■ **WHAT YOU WILL DO**
Your answer must be the exact lines of the listing below that run from the line with "return holes.circle(hole_diameter /" to the line with "of full ring", ends included, and no pictures.
[MATERIAL SHOWN Boundary: Start]
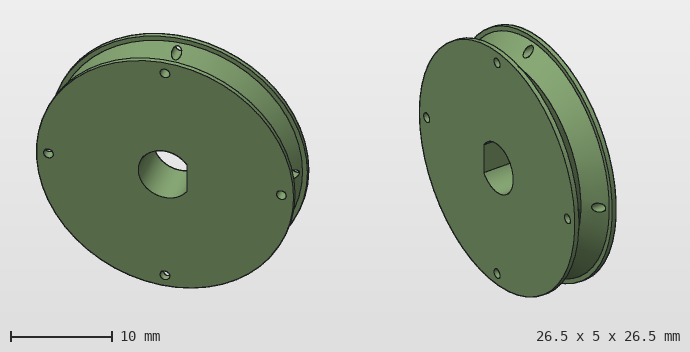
import cadquery as cq

outer_diameter = 26.5
width = 5.0
flange_thickness = 0.5

groove_bottom_radius = 10.75
groove_half_width = width / 2 - flange_thickness
groove_top_radius = groove_bottom_radius + groove_half_width

bore_diameter = 5.5
flat_distance = 2.25

hole_diameter = 1.0
hole_circle_radius = 12.0
hole_count = 4


def make_wheel():
    """Revolve the half section, given as (radius, Y), around the Y axis."""
    outer_radius = outer_diameter / 2
    half_width = width / 2
    section = [
        (0, -half_width),
        (outer_radius, -half_width),
        (outer_radius, -groove_half_width),
        (groove_top_radius, -groove_half_width),
        (groove_bottom_radius, 0),
        (groove_top_radius, groove_half_width),
        (outer_radius, groove_half_width),
        (outer_radius, half_width),
        (0, half_width),
    ]
    profile = cq.Workplane("XY").polyline(section).close()
    return profile.revolve(360, (0, 0, 0), (0, 1, 0))


def make_bore():
    """D-shaped cutter: a cylinder trimmed by a box at the flat."""
    cylinder = cq.Workplane("XZ").circle(bore_diameter / 2).extrude(width / 2, both=True)
    trim = cq.Workplane("XY").box(bore_diameter, width, bore_diameter)
    trim = trim.translate((flat_distance - bore_diameter / 2, 0, 0))
    return cylinder.intersect(trim)


def make_holes():
    """Axial through holes, evenly spaced around the rim."""
    holes = cq.Workplane("XZ").polarArray(hole_circle_radius, 0, 360, hole_count)
    return holes.circle(hole_diameter / 2).extrude(width / 2, both=True)


result = make_wheel().cut(make_bore()).cut(make_holes())
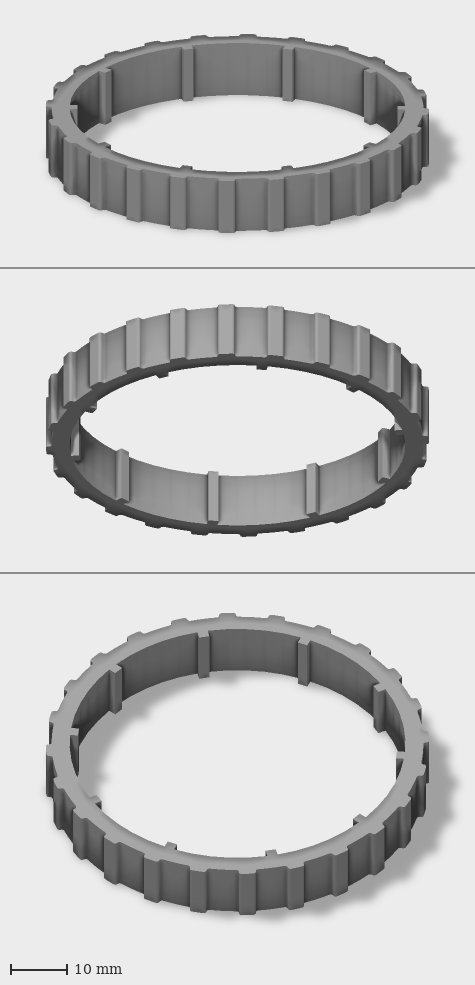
import cadquery as cq

tip_radius = 34.0
root_radius = 33.0
bore_radius = 29.8
height = 10.0

tooth_count = 24
tooth_width = 3.0
tooth_fillet = 0.495

key_count = 10
key_width = 1.85
key_depth = 1.4
first_key_angle = 90.0

overlap = 0.7


def radial_bar(inner_radius, outer_radius, width, angle):
    """Bar of full ring height that points outward at the given angle."""
    length = outer_radius - inner_radius
    middle = (inner_radius + outer_radius) / 2
    bar = cq.Workplane("XY").center(middle, 0).rect(length, width).extrude(height)
    return bar.rotate((0, 0, 0), (0, 0, 1), angle)


def toothed_disc():
    """Disc with evenly spaced teeth, rounded at their tips and roots."""
    disc = cq.Workplane("XY").circle(root_radius).extrude(height)
    for index in range(tooth_count):
        angle = index * 360 / tooth_count
        disc = disc.union(radial_bar(root_radius - overlap, tip_radius, tooth_width, angle))
    return disc.edges("|Z").fillet(tooth_fillet)


def add_keys(ring):
    """Square-edged keys that stand inward from the bore."""
    for index in range(key_count):
        angle = first_key_angle + index * 360 / key_count
        ring = ring.union(
            radial_bar(bore_radius - key_depth, bore_radius + overlap, key_width, angle)
        )
    return ring


bore = cq.Workplane("XY").circle(bore_radius).extrude(height)
result = add_keys(toothed_disc().cut(bore))
[MATERIAL SHOWN Boundary: End]
■ **SOLUTION TO THIS PROBLEM**
    return holes.circle(hole_diameter / 2).extrude(width / 2, both=True)


result = make_wheel().cut(make_bore()).cut(make_holes())
import cadquery as cq

tip_radius = 34.0
root_radius = 33.0
bore_radius = 29.8
height = 10.0

tooth_count = 24
tooth_width = 3.0
tooth_fillet = 0.495

key_count = 10
key_width = 1.85
key_depth = 1.4
first_key_angle = 90.0

overlap = 0.7


def radial_bar(inner_radius, outer_radius, width, angle):
    """Bar of full ring height that points outward at the given angle."""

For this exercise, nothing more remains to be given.